Analyst Initiation and Rating

Morgan Stanley has initiated coverage of French retailer Carrefour, assigning an Overweight rating and a price target of €20.10 per share. The target represents roughly a 22% upside from the previous Friday’s closing price of €16.44.

Analyst Izabel Dobreva of Morgan Stanley notes that Carrefour has meaningfully de‑risked over the past year, executing a faster‑than‑expected restructuring that includes a commercial reset in France, a streamlined European footprint, and greater free‑cash‑flow visibility. The bank forecasts an 11% compound annual growth rate in earnings per share through 2028 and a free‑cash‑flow yield of about 14%. At current levels the stock trades at approximately 7.5 times projected 2028 earnings, implying a roughly 40% discount to peer valuations, and the free‑cash‑flow yield is almost twice the projected 2028 P/E multiple.

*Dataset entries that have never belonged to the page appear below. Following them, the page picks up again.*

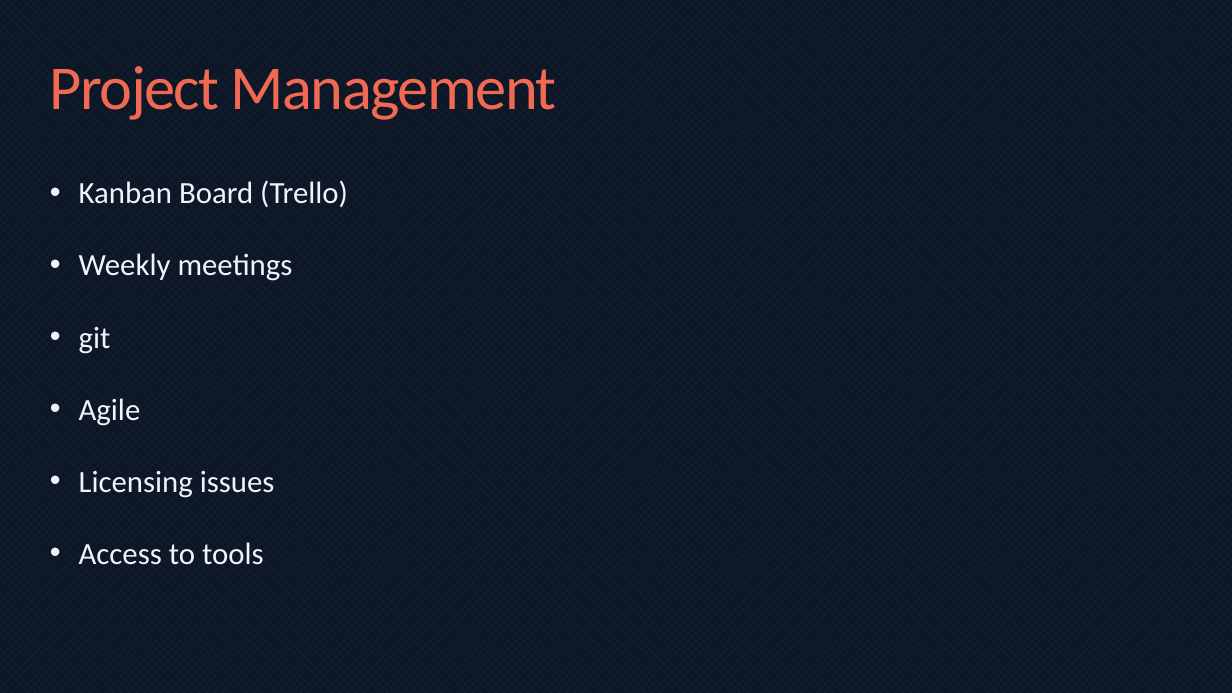
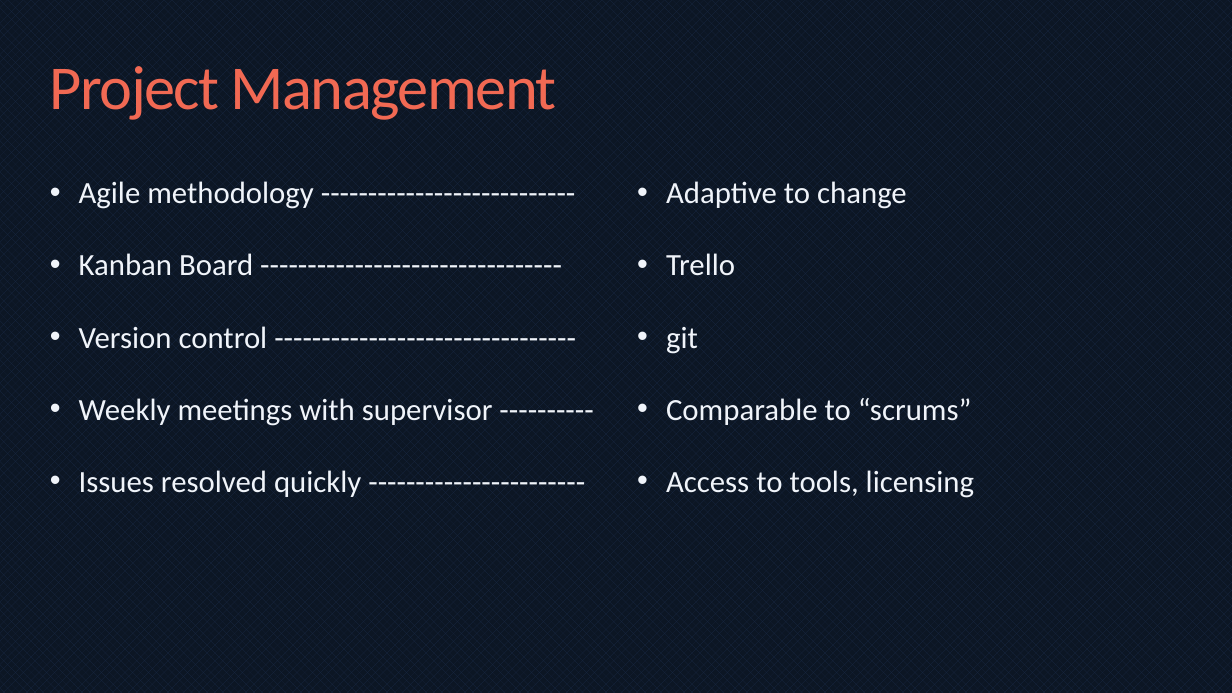
Before and after one commit to bmaximuml/CS351-Reports, a slide deck: slide 17 of Presentation/Network Switch Design on FPGAs.pptx (slide 14 before the commit). Drawn at 1232x693 pixels with LibreOffice and Linux fonts; fonts in the diff are those of the drawing. Boxes give left, top, right and bottom in pixels: in the first picture for what was removed or moved away, otherwise in the second. Text is boxed around its words. In the diff, an @@ line names an element or a change of style, - is before the commit and + after.

```diff
--- a/Presentation/Network Switch Design on FPGAs.pptx
+++ b/Presentation/Network Switch Design on FPGAs.pptx
@@ text at bbox=[79, 181, 493, 497]: text changed @@
-• Kanban Board (Trello)
-• Weekly meetings
-• git
-• Agile
-• Licensing issues
-• Access to tools
+• Agile methodology ---------------------------
+• Kanban Board --------------------------------
+• Version control --------------------------------
+• Weekly meetings with supervisor ----------
+• Issues resolved quickly -----------------------
@@ text added at bbox=[666, 181, 974, 498], 24 pt, text #F0F4FA @@
+• Adaptive to change
+• Trello
+• git
+• Comparable to “scrums”
+• Access to tools, licensing
```
Also in this commit, not shown: 4 other slides changed, 2 slides added, 1 other file.

In France, Carrefour’s volume market‑share has improved by about 20 basis points year‑on‑year, supported by a renewed pricing offensive and a strategic pivot toward fresh food. The retailer has cut prices on hundreds of items in successive waves, launched a new loyalty programme, and partnered with the Blachère Group to introduce specialist fruit and vegetable concessions across its hypermarket network. Morgan Stanley expects cumulative margin expansion of around 60 basis points in France over the next three years.

Across Europe, the analyst welcomed Carrefour’s decision to exit the loss‑making operations in Italy and Romania and to redeploy capital to Spain, its most profitable European market. Unconfirmed reports that Poland could be the next country for disposal were flagged as a potential additional catalyst.

In Brazil, the bank highlighted a refinancing programme that will replace roughly €1.5 billion of Brazilian‑real‑denominated borrowings, which were carrying an interest rate of about 13%, with euro‑denominated debt at approximately 3%. The swap is projected to generate an annual benefit of around €100 million to net income and free cash flow from 2026 onward.

Dobreva concluded that, given the current environment, idiosyncratic alpha opportunities are scarce, but the restructuring narrative offers an attractive investment case.